Despite the persistence of methodological inconsistency and uncertainty, ESG ratings are useful for assessing Environmental (E), Social (S), and Governance (G) risk, individually and as a system (ESG). The ESG rating class is the only investment selection parameter that measures asset class sustainability. This paper tests whether a selected set of balance sheet variables and a dynamic measure of systemic risk, observed at time t, have information content useful to identify a firm’s ESG rating class of at time t+1. Using EuroStoxx 600 firms for the period 2016–2021, we apply a Machine Learning (ML) model. Specifically, a Random Forest (RF) classification model estimates the ESG rating at time t+1 with unprecedented accuracy in the international literature.

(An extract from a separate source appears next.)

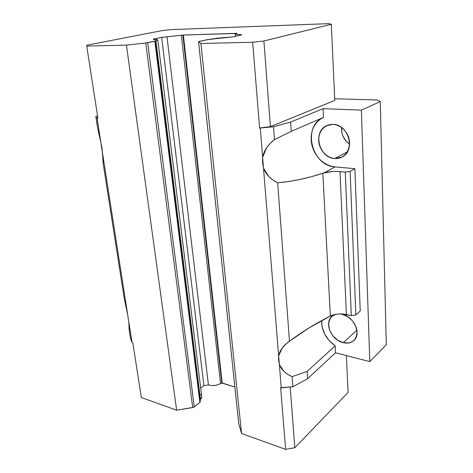 <?xml version="1.0" encoding="UTF-8"?>
<svg xmlns="http://www.w3.org/2000/svg" width="473" height="473" viewBox="0 0 473 473"><rect width="100%" height="100%" fill="white"/><g stroke="black" fill="none" stroke-linecap="round" stroke-linejoin="round"><path stroke-width="0.71" d="M334.695 158.538C326.482 157.899 319.062 149.551 318.631 140.558C318.991 130.43 323.816 125.038 333.093 124.387C348.713 124.334 355.85 150.846 342.074 157.054L334.695 158.538L347.436 151.821L334.695 158.538L331.685 157.964L328.776 156.776L326.074 155.014L323.674 152.755L320.12 147.073L319.092 143.863L318.743 137.288L319.429 134.166L320.676 131.311L322.432 128.833L324.644 126.835L327.221 125.386L330.077 124.559L333.093 124.387L336.161 124.884L339.153 126.031L341.955 127.787L344.445 130.093L346.532 132.848L348.128 135.946L349.163 139.263L349.6 142.663L349.429 146.015L348.654 149.178L347.312 152.034L345.461 154.47L343.179 156.392L340.548 157.74L337.687 158.461L334.695 158.538C318.914 158.041 312.405 131.263 326.896 125.528L333.093 124.387C341.447 124.73 349.31 133.386 349.6 142.663C348.95 152.986 343.977 158.272 334.695 158.538L347.436 151.821M339.933 313.948L341.985 314.249C353.816 316.307 361.815 333.944 353.916 340.448C351.12 342.919 347.59 343.67 343.315 342.694L356.896 330.16L343.315 342.694L337.876 340.306L333.187 336.173L331.348 333.636L329.001 328.096L328.587 325.288L328.705 322.604L330.521 317.98L332.152 316.212L335.594 314.385M334.695 98.739L376.857 99.986L334.695 98.739L376.857 99.986L380.28 101.589L361.366 110.138L323.035 108.648L290.641 122.058L273.495 126.746L259.594 128L252.647 42.28L200.936 43.451L198.583 41.683L207.044 39.697L217.574 38.207L233.609 36.776L241.555 34.961L240.597 34.529L235.66 34.387L235.359 34.038L236.79 33.329L183.37 35.026L161.654 37.367L153.323 39.07L153.619 39.513L157.137 39.566L157.775 39.856L157.521 40.063L154.86 41.198L145.761 42.978L126.439 45.142L86.713 46.041L97.946 118.345L97.083 118.291L100.962 143.171L97.509 127.314L102.002 147.777L102.381 152.306L132.038 342.677L132.842 342.919L141.326 397.527L176.654 410.215L126.439 45.142L86.713 46.041L97.946 118.345L97.083 118.291L102.381 152.306L103.167 163.516L102.381 152.306L128.857 322.243L129.094 329.492L128.857 322.243L132.038 342.677L132.842 342.919L141.326 397.527L176.654 410.215L193.575 407.306L199.878 402.387L200.363 401.447L155.552 40.968M380.28 101.589L386.287 344.787L369.785 361.597L361.366 110.138L380.28 101.589L386.287 344.787L369.785 361.597L361.366 110.138L380.28 101.589L376.857 99.986L380.28 101.589L386.287 344.787L369.785 361.597L335.511 352.799L307.681 378.648L292.87 386.784L280.631 387.671L285.627 449.35L294.803 447.754L290.191 387.026M321.741 320.552C321.409 330.538 325.885 338.964 335.156 345.828L329.06 340.483L324.525 333.814L322.036 326.553L321.741 320.552C321.409 330.538 325.885 338.964 335.156 345.828L335.511 352.799L307.681 378.648L307.196 371.37L292.119 376.656L292.87 386.784L281.234 387.854L279.36 364.6L278.585 360.083L278.65 355.779L263.496 168.069L262.61 162.671L262.633 157.338L260.268 128.035L259.594 128L252.647 42.28L263.91 40.997L331.307 24.271L328.51 23.65L170.859 29.628L162.363 30.562L86.997 45.183L86.713 46.041L86.997 45.183L162.363 30.562L170.859 29.628L328.51 23.65L331.307 24.271L334.772 100.436L270.414 126.628L263.91 40.997L331.307 24.271L334.772 100.436L270.414 126.628L263.91 40.997L331.307 24.271L334.772 100.436L270.414 126.628L263.91 40.997L252.647 42.28L200.936 43.451L241.567 433.528L285.627 449.35L294.803 447.754L348.069 392.478L294.803 447.754L348.069 392.478L346.39 355.59M369.785 361.597L335.511 352.799L307.681 378.648L307.196 371.37L335.156 345.828L307.196 371.37L335.156 345.828L335.511 352.799L369.785 361.597L361.366 110.138L323.035 108.648L290.641 122.058L273.495 126.746L274.458 139.689L270.053 143.508L266.547 147.818L264.046 152.477L262.633 157.338L266.547 147.818L270.053 143.508L274.458 139.689L291.256 131.352L290.641 122.058L273.495 126.746L274.458 139.689L291.256 131.352L323.485 117.428C301.839 126.208 311.571 165.97 335.085 166.904L324.2 172.828L311.21 176.736L299.61 179.557L288.323 181.597L277.669 182.779L289.476 341.228L309.1 327.89L330.361 316.035L322.823 173.242L311.21 176.736L299.61 179.557L288.323 181.597L277.669 182.779L272.85 179.977L268.8 176.524L263.496 168.069L260.268 128.035L259.594 128L270.414 126.628M97.083 118.291L95.818 116.482L97.509 127.314L95.818 116.482L97.083 118.291L127.651 314.51L124.298 298.782L127.651 314.51L132.038 342.677L132.842 342.919L141.326 397.527L176.654 410.215L126.439 45.142L86.713 46.041L97.946 118.345L97.083 118.291L95.818 116.482L97.55 115.761M349.6 144.241L346.277 141.374L342.878 135.958L341.914 132.883L341.541 127.479C341.264 134.533 343.948 140.12 349.6 144.241C343.948 140.12 341.264 134.533 341.541 127.479M307.681 378.648L307.196 371.37L292.119 376.656L292.87 386.784L307.681 378.648L292.87 386.784L280.631 387.671L285.627 449.35L280.631 387.671L281.234 387.854L278.65 355.779L282.257 347.939L286.78 343.232L298.93 334.458L309.1 327.89L330.361 316.035L335.002 314.498L338.792 313.995L342.694 314.007L351.309 315.615L355.832 314.906L360.237 310.998L354.904 168.695L350.126 171.427L345.266 172.083L336.067 171.403L331.892 171.563L322.823 173.242C306.93 178.463 291.876 181.644 277.669 182.779L289.476 341.228L285.461 344.385L282.257 347.939L279.963 351.782L278.65 355.779L263.496 168.069L265.649 172.509L268.8 176.524L272.85 179.977L277.669 182.779L289.476 341.228C302.016 331.851 315.645 323.449 330.361 316.035L322.823 173.242L330.361 316.035L331.632 315.467C336.262 313.83 341.181 313.516 346.384 314.527L340.01 171.587C334.458 171.149 329.19 171.563 324.2 172.828L322.823 173.242M132.038 342.677L130.471 338.301L132.038 342.677L130.471 338.301L129.094 329.492C129.448 328.782 129.366 326.364 128.857 322.243M127.651 314.51L124.298 298.782L103.167 163.516C103.321 161.299 103.061 157.562 102.381 152.306M284.113 371.542L279.36 364.6L281.281 368.248L284.113 371.542L287.761 374.374L284.113 371.542M307.196 371.37L292.119 376.656L287.761 374.374L292.119 376.656L292.87 386.784M361.366 110.138L323.035 108.648L323.485 117.428L320.15 119.367L317.235 121.933L314.829 125.049L312.984 128.609L311.754 132.523L311.157 136.667L311.21 140.936L311.908 145.205L313.232 149.356L315.136 153.287L317.578 156.888L320.481 160.063L323.78 162.718L327.375 164.781L331.183 166.189L335.085 166.904L324.2 172.828L335.085 166.904L354.904 168.695L360.237 310.998L355.832 314.906L350.126 171.427L345.266 172.083L340.01 171.587C334.458 171.149 329.19 171.563 324.2 172.828M273.495 126.746L260.268 128.035L273.495 126.746L274.458 139.689L291.256 131.352L323.485 117.428C301.839 126.208 311.571 165.97 335.085 166.904L354.904 168.695L350.126 171.427L345.266 172.083L351.309 315.615L355.832 314.906L350.126 171.427L354.904 168.695L360.237 310.998L355.832 314.906L350.126 171.427M291.256 131.352L290.641 122.058L323.035 108.648L323.485 117.428L291.256 131.352L290.641 122.058M343.315 342.694C351.859 343.936 356.447 340.353 357.08 331.945C356.843 324.247 349.659 315.875 341.985 314.249L347.543 316.573L352.391 320.765L355.749 326.175L357.08 331.945L356.187 337.166L354.945 339.312L353.236 341.033L351.126 342.263L348.707 342.96L343.315 342.694C331.354 340.253 323.804 322.562 332.093 316.266L335.599 314.379C322.947 317.495 329.173 339.874 343.315 342.694L356.896 330.16M330.361 316.035L331.632 315.467C336.262 313.83 341.181 313.516 346.384 314.527L351.309 315.615L355.832 314.906M157.781 39.809L153.619 39.513L153.323 39.07L161.654 37.367L203.922 385.601L208.41 384.868L166.993 36.776L208.41 384.868C212.56 386.104 216.599 385.661 220.524 383.538L221.778 383.089L182.862 35.085L161.654 37.367L203.922 385.601L200.706 388.12L203.922 385.601L208.41 384.868L211.265 385.501L214.553 385.477L217.787 384.786L220.524 383.538L181.342 35.298L161.654 37.367L153.323 39.07L153.619 39.513C158.189 39.401 158.946 39.75 155.895 40.572L200.463 399.626L200.191 400.046L201.646 397.722L201.74 396.522L157.781 39.821L155.895 40.572L200.463 399.626L201.74 396.528M201.043 394.996L200.233 394.251M200.706 388.12L203.922 385.601L208.41 384.868C212.56 386.104 216.599 385.661 220.524 383.538L222.204 383.024L234.874 387.02L222.204 383.024L183.37 35.026L181.342 35.298L220.524 383.538L222.204 383.024L183.37 35.026L182.862 35.085L221.778 383.089L234.874 387.02M238.711 423.512L241.567 433.528L285.627 449.35L294.803 447.754M155.552 40.944L154.86 41.198L199.878 402.387L200.363 401.453L155.552 40.956L145.761 42.978L126.439 45.142L176.654 410.215L192.712 407.549L194.267 406.904L199.878 402.387L200.357 401.4M194.267 406.904L147.677 42.688L145.761 42.978L192.712 407.549L194.267 406.904L147.677 42.688L154.86 41.198L199.878 402.387L194.267 406.904L147.677 42.688M259.594 128L252.647 42.28L200.936 43.451L241.567 433.528L285.627 449.35M241.567 433.528L238.741 423.684L198.583 41.683L238.717 423.542L241.567 433.528L200.936 43.451L198.565 41.659L208.108 39.555L233.609 36.776L241.555 34.961L240.597 34.529C237.221 34.641 235.448 34.529 235.282 34.174L236.79 33.329L183.37 35.026L236.884 33.441M200.936 43.451L198.583 41.683L199.198 41.411L208.108 39.555L233.609 36.776L241.555 34.961L240.597 34.529L240.651 35.168L240.597 34.529C235.394 34.665 234.064 34.34 236.595 33.553L236.878 33.364M126.439 45.142L145.761 42.978L192.712 407.549L176.654 410.215M346.384 314.527L340.01 171.587L345.266 172.083L351.309 315.615L346.384 314.527L340.01 171.587M331.307 24.271L328.51 23.65L170.859 29.628L162.363 30.562L86.997 45.183L86.713 46.041M281.234 387.854L260.268 128.035M100.962 143.171L97.509 127.314L95.818 116.482M262.633 157.338C263.934 150.538 267.878 144.655 274.458 139.689M277.669 182.779C270.586 179.326 265.861 174.425 263.496 168.069M292.119 376.656C285.716 373.841 281.465 369.827 279.36 364.6M278.65 355.779C279.874 350.18 283.481 345.331 289.476 341.228M323.035 108.648L323.485 117.428M335.085 166.904L354.904 168.695M335.156 345.828L335.511 352.799M345.266 172.083L351.309 315.615M263.91 40.997L252.647 42.28M200.191 400.046L200.463 399.626L155.895 40.572M154.86 41.198L199.878 402.387M145.761 42.978L192.712 407.549M238.741 423.684L198.583 41.683M240.651 35.168L240.597 34.529M222.204 383.024L183.37 35.026M221.778 383.089L182.862 35.085M220.524 383.538L181.342 35.298M166.993 36.776L208.41 384.868M161.654 37.367L203.922 385.601M235.477 36.35L235.282 34.174M238.717 423.542L198.565 41.659"/></g></svg>

This agile and parsimonious model offers important information to the sustainable investor for making strategic investment decisions and paves the way for ESG rating estimation for unlisted companies and SMEs.

Suggested Citation

  • Cini, Federico & Ferrari, Annalisa, 2025. "Towards the estimation of ESG ratings: A machine learning approach using balance sheet ratios," Research in International Business and Finance, Elsevier, vol. 73(PB).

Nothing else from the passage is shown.